Friday, August 14, 2009

You can buy it, go and try it, you can pay me next week

I'm no fan of Best Buy. I find their stores to be an assault on the senses, aural and visual, and even visceral, when they are demonstrating a bass speaker for the benefit of some music lover. It feels like the entire rhythm section of some band I don't want to hear is playing through speakers rigged up to my spine, and if there's one thing I don't need to hear, it's "Boom Boom Pow," the tender love ballad by Black-Eyed Peas, boom boom powing into my iliac crest.

But this story from the other day is even worse than a Lady GaGa medley of "Poker Face" and "Just Dance." Take it away, Associated Press!

Few if any of the deals retailers have offered online during the recession have been as good as Best Buy Inc.'s sale price of $9.99 on a 52-inch TV Wednesday. But it quickly turned out the offer was too good to be true.

The electronics retailer said it will not honor the $9.99 price posted Wednesday morning on its Web site for a 52-inch Samsung flat-screen TV. By early afternoon, the TV was listed at $1,799.99, almost half off the original $3,399.99 price.

Bloggers and Twitterers lit up the Internet with posts about the offer, some insisting Best Buy must honor it, others making jokes.

Best Buy, based in Richfield, Minn., said it has corrected an online pricing error and will not honor the incorrect price. Orders made Wednesday morning at the incorrect price will be canceled and customers will receive refunds, the company said.

Best Buy did not immediately return a call for additional comment.

Shares fell 27 cents to close at $36.50 Wednesday.

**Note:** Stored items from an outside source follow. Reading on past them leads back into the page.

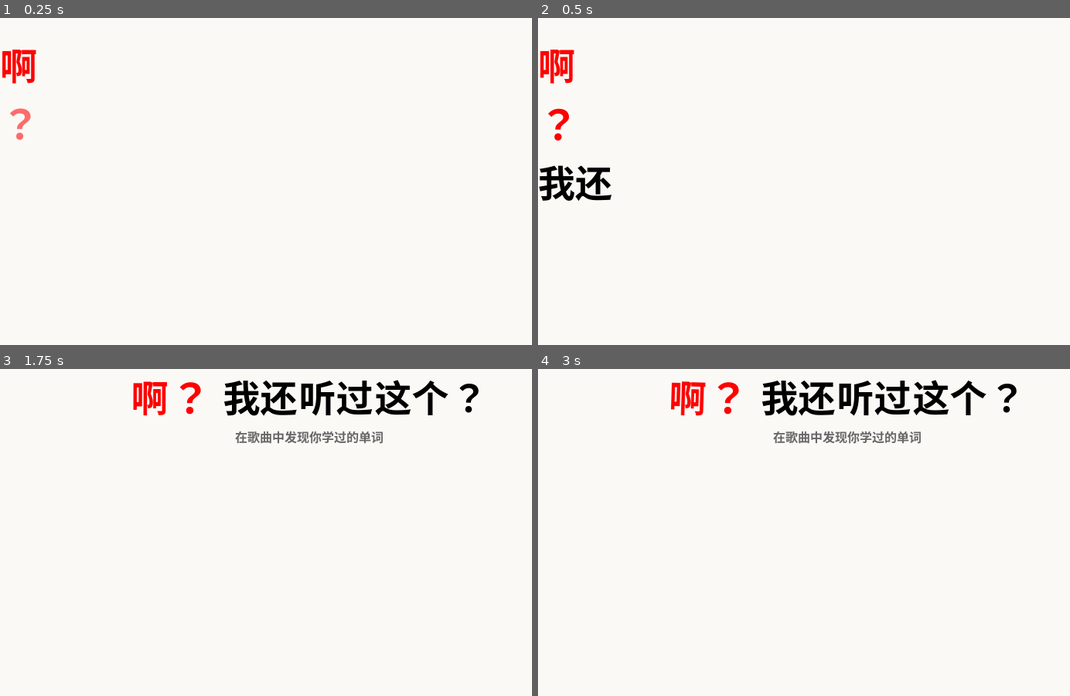
Above: before the commit, frames 1-4 (two rows, left to right).
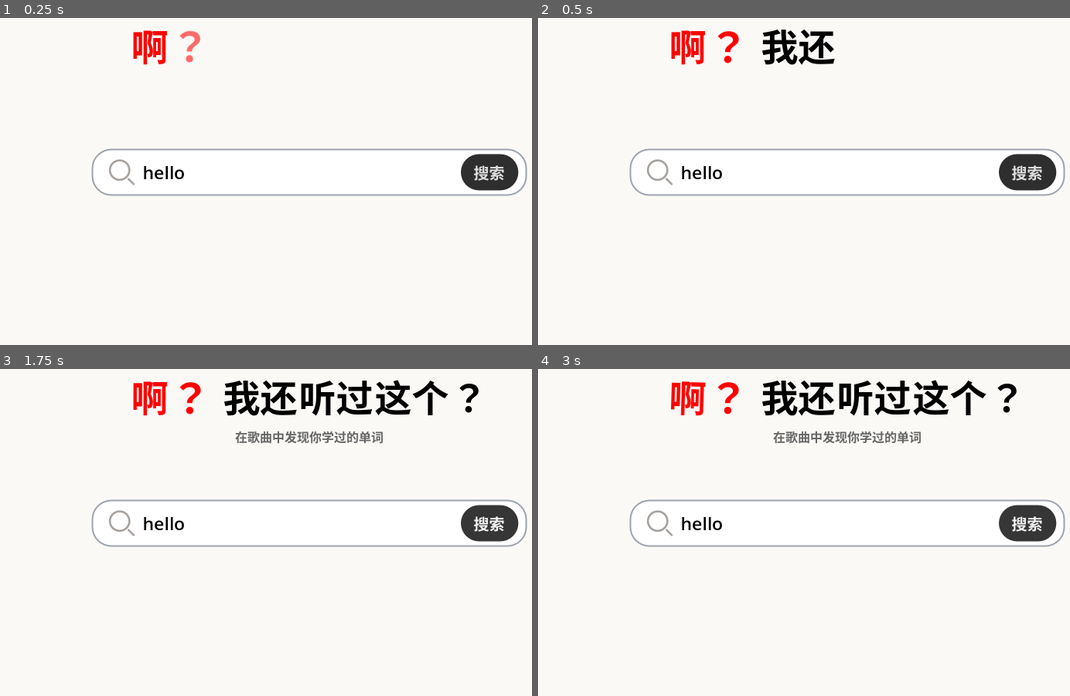
Above: after the commit, the same moments.

Repository: xingguix/wait-ive-heard-this
Game: Godot game, scene res://main.tscn
Two runs of this game, one before a commit and one after it. Both use one fixed random seed, a clock stepped at 60 frames per second and the inputs below.
Inputs (mouse positions are in pixels of both pictures, inside the frame that each line leads up to):
- Up to frame 1 (0.25 s): no input
- Up to frame 2 (0.5 s): no input
- Up to frame 3 (1.75 s): click (308, 519) at 0.52 s; click (489, 522) at 1.25 s, where only the run after the commit has a clickable "搜索"
- Up to frame 4 (3 s): click (1027, 522) at 2 s, where only the run after the commit has a clickable "搜索"; click (1027, 522) at 2.75 s, where only the run after the commit has a clickable "搜索"

The runs differ from the first frame. In frame 1, 3.7% of the frame differs, in the area x 0-100%, y 3-55%; in frame 2, 5.4%, in the area x 0-100%, y 3-56%; in frame 3, 2.4%; in frame 4, 2.4%.

Commit message:
Add search UI and refactor HTTP connector
Add a SearchBox LineEdit UI (icon, button, styles) and scripts/search_box.gd to trigger search and play returned OGG audio. Refactor connector.gd: change SERVER_IP, make HTTPClient lazy-created and reset per request, accumulate response body chunks into a buffer, parse JSON and load OGG from the full buffer, improve error handling, and add helper methods (_create_client, _reset_client, _wait_idle). Update main.tscn to wire the new UI and resources.

Diff:
--- a/connector.gd
+++ b/connector.gd
@@ -1,76 +1,109 @@
 extends Node
 
-var SERVER_IP = "127.0.0.1"
+var SERVER_IP = "120.48.7.161"
 var SERVER_PORT = 8000
-var http_client: HTTPClient
-enum Status{
+var http_client: HTTPClient = null
+
+enum Status {
 	IDLE,
 	SEARCH_WORD,
 	GET_LINE_OGG
 }
+
 var word: String = ""
 var line_id: int = 0
-var requested = false
 var current_status: Status = Status.IDLE
+var body_buffer := PackedByteArray()
 
 signal request_completed(result)
 
 # Called when the node enters the scene tree for the first time.
 func _ready() -> void:
-	http_client = HTTPClient.new()
-	var err = http_client.connect_to_host(SERVER_IP, SERVER_PORT)
-	if err != OK:
-		print("连接失败: ", err)
-		return
-	print("开始连接...")
+	pass # 延迟在请求时再创建 HTTPClient
 
 func _process(_delta: float) -> void:
+	if http_client == null:
+		return
+
 	http_client.poll()
+
 	match http_client.get_status():
 		HTTPClient.STATUS_CONNECTED:
-			if requested:
-				return
 			var error
 			match current_status:
 				Status.SEARCH_WORD:
-					error = http_client.request(HTTPClient.METHOD_GET, "/search/"+word, [])
-
+					error = http_client.request(HTTPClient.METHOD_GET, "/search/" + word, [])
 				Status.GET_LINE_OGG:
-					error = http_client.request(HTTPClient.METHOD_GET, "/get_line_ogg/"+str(line_id), [])
+					error = http_client.request(HTTPClient.METHOD_GET, "/get_line_ogg/" + str(line_id), [])
 				_:
 					error = OK
 			if error != OK:
-				push_error("出错：", error)
-			requested = true
+				push_error("请求发送失败: " + str(error))
+				_reset_client()
 
 		HTTPClient.STATUS_BODY:
 			if not http_client.has_response():
 				push_error("empty response")
+				_reset_client()
 				return
+
 			var code = http_client.get_response_code()
 			if code != 200:
-				push_error("request_failed: code="+code)
+				push_error("请求失败: code=" + str(code))
+				_reset_client()
 				return
+
 			var chunk = http_client.read_response_body_chunk()
+			if chunk.size() > 0:
+				body_buffer.append_array(chunk)
+
+			var total_len = http_client.get_response_body_length()
+			if total_len != -1 and body_buffer.size() < total_len:
+				return
+
+			# 数据收完整了
 			var result
 			match current_status:
 				Status.SEARCH_WORD:
-					result = JSON.parse_string(chunk.get_string_from_utf8())
+					result = JSON.parse_string(body_buffer.get_string_from_utf8())
 				Status.GET_LINE_OGG:
-					result = AudioStreamOggVorbis.load_from_buffer(chunk)
+					result = AudioStreamOggVorbis.load_from_buffer(body_buffer)
+
 			emit_signal("request_completed", result)
-			current_status = Status.IDLE
+			_reset_client()
 
+# 新建一个 HTTPClient 并连接
+func _create_client():
+	http_client = HTTPClient.new()
+	var err = http_client.connect_to_host(SERVER_IP, SERVER_PORT)
+	if err != OK:
+		push_error("连接失败: " + str(err))
+		http_client = null
+		return false
+	body_buffer.clear()
+	return true
+
+func _reset_client():
+	current_status = Status.IDLE
+	body_buffer.clear()
+	if http_client:
+		http_client.close()
+		http_client = null
+
+# 公共请求接口
 func search_word(new_word: String):
-	while current_status != Status.IDLE:
-		await create_tween().tween_interval(0.1).finished
+	await _wait_idle()
 	word = new_word
 	current_status = Status.SEARCH_WORD
-	requested = false
+	_create_client()
 
 func get_line_ogg(new_line_id: int):
-	while current_status != Status.IDLE:
-		await create_tween().tween_interval(0.1).finished
+	await _wait_idle()
 	line_id = new_line_id
 	current_status = Status.GET_LINE_OGG
-	requested = false
+	_create_client()
+
+# 等待上一个请求完成
+func _wait_idle() -> void:
+	while current_status != Status.IDLE:
+		await create_tween().tween_interval(0.05).finished
--- a/main.tscn
+++ b/main.tscn
@@ -4,6 +4,44 @@
 [ext_resource type="Script" uid="uid://bhkyjxpjn11px" path="res://scripts/title_h_box_animation.gd" id="2_0xm2m"]
 [ext_resource type="Script" uid="uid://0p3huy8pbl4u" path="res://scripts/title_v_box.gd" id="2_h2yge"]
 [ext_resource type="Script" uid="uid://b03tvs7f1n4v0" path="res://scripts/啊.gd" id="4_1bvp3"]
+[ext_resource type="Script" uid="uid://dt4ko40owkmrv" path="res://scripts/search_box.gd" id="5_7mycd"]
+[ext_resource type="Texture2D" uid="uid://cyph6mjinq3a8" path="res://resources/search.svg" id="5_lquwl"]
+
+[sub_resource type="StyleBoxEmpty" id="StyleBoxEmpty_lquwl"]
+
+[sub_resource type="StyleBoxFlat" id="StyleBoxFlat_1bvp3"]
+content_margin_left = 132.0
+bg_color = Color(1, 1, 1, 1)
+border_width_left = 4
+border_width_top = 4
+border_width_right = 4
+border_width_bottom = 4
+border_color = Color(0.6117647, 0.6392157, 0.6862745, 1)
+corner_radius_top_left = 50
+corner_radius_top_right = 50
+corner_radius_bottom_right = 50
+corner_radius_bottom_left = 50
+
+[sub_resource type="StyleBoxFlat" id="StyleBoxFlat_7mycd"]
+bg_color = Color(0.18000486, 0.1800049, 0.18000478, 1)
+corner_radius_top_left = 64
+corner_radius_top_right = 64
+corner_radius_bottom_right = 64
+corner_radius_bottom_left = 64
+
+[sub_resource type="StyleBoxFlat" id="StyleBoxFlat_lquwl"]
+bg_color = Color(0.29954746, 0.29954746, 0.29954743, 1)
+corner_radius_top_left = 64
+corner_radius_top_right = 64
+corner_radius_bottom_right = 64
+corner_radius_bottom_left = 64
+
+[sub_resource type="StyleBoxFlat" id="StyleBoxFlat_272bh"]
+bg_color = Color(0.21230483, 0.21230483, 0.21230483, 1)
+corner_radius_top_left = 64
+corner_radius_top_right = 64
+corner_radius_bottom_right = 64
+corner_radius_bottom_left = 64
 
 [node name="Control" type="Control" unique_id=661203023]
 layout_mode = 3
@@ -13,6 +51,7 @@
 grow_horizontal = 2
 grow_vertical = 2
 script = ExtResource("1_ig7tw")
+metadata/_edit_lock_ = true
 
 [node name="AudioStreamPlayer" type="AudioStreamPlayer" parent="." unique_id=1721560143]
 
@@ -24,69 +63,130 @@
 grow_horizontal = 2
 grow_vertical = 2
 color = Color(0.98039216, 0.9764706, 0.9647059, 1)
+metadata/_edit_lock_ = true
 
-[node name="VBoxContainer" type="VBoxContainer" parent="." unique_id=1888842455]
+[node name="BackgroundButton" type="Button" parent="." unique_id=1281082494]
 layout_mode = 1
-anchors_preset = 14
-anchor_top = 0.5
+anchors_preset = 15
 anchor_right = 1.0
-anchor_bottom = 0.5
-offset_top = -400.0
-offset_bottom = 400.0
+anchor_bottom = 1.0
 grow_horizontal = 2
 grow_vertical = 2
+theme_override_styles/normal = SubResource("StyleBoxEmpty_lquwl")
+theme_override_styles/pressed = SubResource("StyleBoxEmpty_lquwl")
+theme_override_styles/hover = SubResource("StyleBoxEmpty_lquwl")
+theme_override_styles/disabled = SubResource("StyleBoxEmpty_lquwl")
+theme_override_styles/focus = SubResource("StyleBoxEmpty_lquwl")
+metadata/_edit_lock_ = true
 
-[node name="TitleVBox" type="VBoxContainer" parent="VBoxContainer" unique_id=938291940]
-layout_mode = 2
+[node name="TitleVBox" type="VBoxContainer" parent="." unique_id=938291940]
+layout_mode = 0
+offset_top = 100.0
+offset_right = 1600.0
+offset_bottom = 295.0
 alignment = 1
 script = ExtResource("2_h2yge")
 
-[node name="TitleHBox" type="HBoxContainer" parent="VBoxContainer/TitleVBox" unique_id=1910254666]
+[node name="TitleHBox" type="HBoxContainer" parent="TitleVBox" unique_id=1910254666]
 layout_mode = 2
 alignment = 1
 script = ExtResource("2_0xm2m")
 
-[node name="啊" type="Label" parent="VBoxContainer/TitleVBox/TitleHBox" unique_id=634512641]
+[node name="啊" type="Label" parent="TitleVBox/TitleHBox" unique_id=634512641]
 layout_mode = 2
 theme_override_colors/font_color = Color(1, 0, 0, 1)
 theme_override_font_sizes/font_size = 96
 text = "啊"
 script = ExtResource("4_1bvp3")
 
-[node name="问号Red" type="Label" parent="VBoxContainer/TitleVBox/TitleHBox" unique_id=1333914937]
+[node name="问号Red" type="Label" parent="TitleVBox/TitleHBox" unique_id=1333914937]
 layout_mode = 2
 theme_override_colors/font_color = Color(1, 0, 0, 1)
 theme_override_font_sizes/font_size = 106
 text = "？ "
 
-[node name="我还" type="Label" parent="VBoxContainer/TitleVBox/TitleHBox" unique_id=765756979]
+[node name="我还" type="Label" parent="TitleVBox/TitleHBox" unique_id=765756979]
 layout_mode = 2
 theme_override_colors/font_color = Color(0, 0, 0, 1)
 theme_override_font_sizes/font_size = 96
 text = "我还"
 
-[node name="听过" type="Label" parent="VBoxContainer/TitleVBox/TitleHBox" unique_id=1854720514]
+[node name="听过" type="Label" parent="TitleVBox/TitleHBox" unique_id=1854720514]
 layout_mode = 2
 theme_override_colors/font_color = Color(0, 0, 0, 1)
 theme_override_font_sizes/font_size = 96
 text = "听过"
 
-[node name="这个" type="Label" parent="VBoxContainer/TitleVBox/TitleHBox" unique_id=91641805]
+[node name="这个" type="Label" parent="TitleVBox/TitleHBox" unique_id=91641805]
 layout_mode = 2
 theme_override_colors/font_color = Color(0, 0, 0, 1)
 theme_override_font_sizes/font_size = 96
 text = "这个"
 
-[node name="问号Black" type="Label" parent="VBoxContainer/TitleVBox/TitleHBox" unique_id=1758104425]
+[node name="问号Black" type="Label" parent="TitleVBox/TitleHBox" unique_id=1758104425]
 layout_mode = 2
 theme_override_colors/font_color = Color(0, 0, 0, 1)
 theme_override_font_sizes/font_size = 96
 text = "？"
 
-[node name="在歌曲中" type="Label" parent="VBoxContainer/TitleVBox" unique_id=2129481661]
+[node name="在歌曲中" type="Label" parent="TitleVBox" unique_id=2129481661]
 layout_mode = 2
 theme_override_colors/font_color = Color(0.4, 0.4, 0.4, 1)
 theme_override_font_sizes/font_size = 32
 text = "在歌曲中发现你学过的单词"
 horizontal_alignment = 1
 vertical_alignment = 1
+
+[node name="SearchBox" type="LineEdit" parent="." unique_id=572458865]
+layout_mode = 1
+anchors_preset = 14
+anchor_top = 0.5
+anchor_right = 1.0
+anchor_bottom = 0.5
+offset_left = 237.0
+offset_top = -53.0
+offset_right = -237.0
+offset_bottom = 69.0
+grow_horizontal = 2
+grow_vertical = 2
+theme_override_colors/font_color = Color(0, 0, 0, 1)
+theme_override_colors/caret_color = Color(0.14406246, 0.14406252, 0.14406297, 1)
+theme_override_font_sizes/font_size = 46
+theme_override_styles/normal = SubResource("StyleBoxFlat_1bvp3")
+theme_override_styles/focus = SubResource("StyleBoxFlat_1bvp3")
+text = "hello"
+script = ExtResource("5_7mycd")
+
+[node name="TextureRect" type="TextureRect" parent="SearchBox" unique_id=1162499073]
+layout_mode = 1
+anchors_preset = 9
+anchor_bottom = 1.0
+offset_left = 17.0
+offset_top = 18.0
+offset_right = 139.0
+offset_bottom = -18.0
+grow_vertical = 2
+texture = ExtResource("5_lquwl")
+expand_mode = 3
+stretch_mode = 5
+
+[node name="Button" type="Button" parent="SearchBox" unique_id=1062035100]
+layout_mode = 1
+anchors_preset = 11
+anchor_left = 1.0
+anchor_right = 1.0
+anchor_bottom = 1.0
+offset_left = -170.85248
+offset_top = 14.0
+offset_right = -22.147583
+offset_bottom = -14.0
+grow_horizontal = 0
+grow_vertical = 2
+theme_override_font_sizes/font_size = 40
+theme_override_styles/normal = SubResource("StyleBoxFlat_7mycd")
+theme_override_styles/pressed = SubResource("StyleBoxFlat_lquwl")
+theme_override_styles/hover = SubResource("StyleBoxFlat_272bh")
+text = "搜索"
+
+[connection signal="text_submitted" from="SearchBox" to="SearchBox" method="_on_text_submitted"]
+[connection signal="pressed" from="SearchBox/Button" to="SearchBox" method="_on_button_pressed"]
--- /dev/null
+++ b/scripts/search_box.gd
@@ -0,0 +1,20 @@
+extends LineEdit
+
+
+
+func _on_text_submitted(new_text: String) -> void:
+	search(new_text)
+
+func _on_button_pressed() -> void:
+	search(self.text)
+
+func search(value: String) -> void:
+	Connector.search_word(value)
+	var result = await Connector.request_completed
+	if len(result) <= 0:
+		return
+	Connector.get_line_ogg(int(result[0]["line_id"]))
+	var result2 = await Connector.request_completed
+	var audio_player: AudioStreamPlayer = $"../AudioStreamPlayer"
+	audio_player.stream = result2
+	audio_player.play()
Not shown, added: scripts/search_box.gd.uid

So, some half-awake gozzlehead at BB HQ forgot a few digits. $1,799.99 is substantially more than $9.99 - just ask anyone who ever tried to pay for a Big Weekend with a ten-spot. I'm not an attorney, but I see handsome men and lovely women play them on TV, and I know that Abbie Carmichael on Law and Order and Perry Mason on Perry Mason would see justice served to this tune: retailers ought to have to stick to the price that appears in their ad. Not our fault if their gozzlehead puts in the wrong price. And once they accept the sale price and complete transactions with people on line, doesn't that oblige them to honor the deal they made?

One time some wiseguy used car dealer was selling used cars for "500 bananas," bananas being the cool wiseguy term for dollars. (It's really semolians.) Anyway, along comes Joe Citizen, with a wheelbarrow laden with 500 bananas and he wants his used Mercury Masquerader or whatever was for sale. When it got to the judge, as I recall, the judge said "90 days, Jerry! When you're hot, you're hot!" No, I mean he ruled that the guy had to accept the deal he advertised.

How many bananas could you buy with $36.50?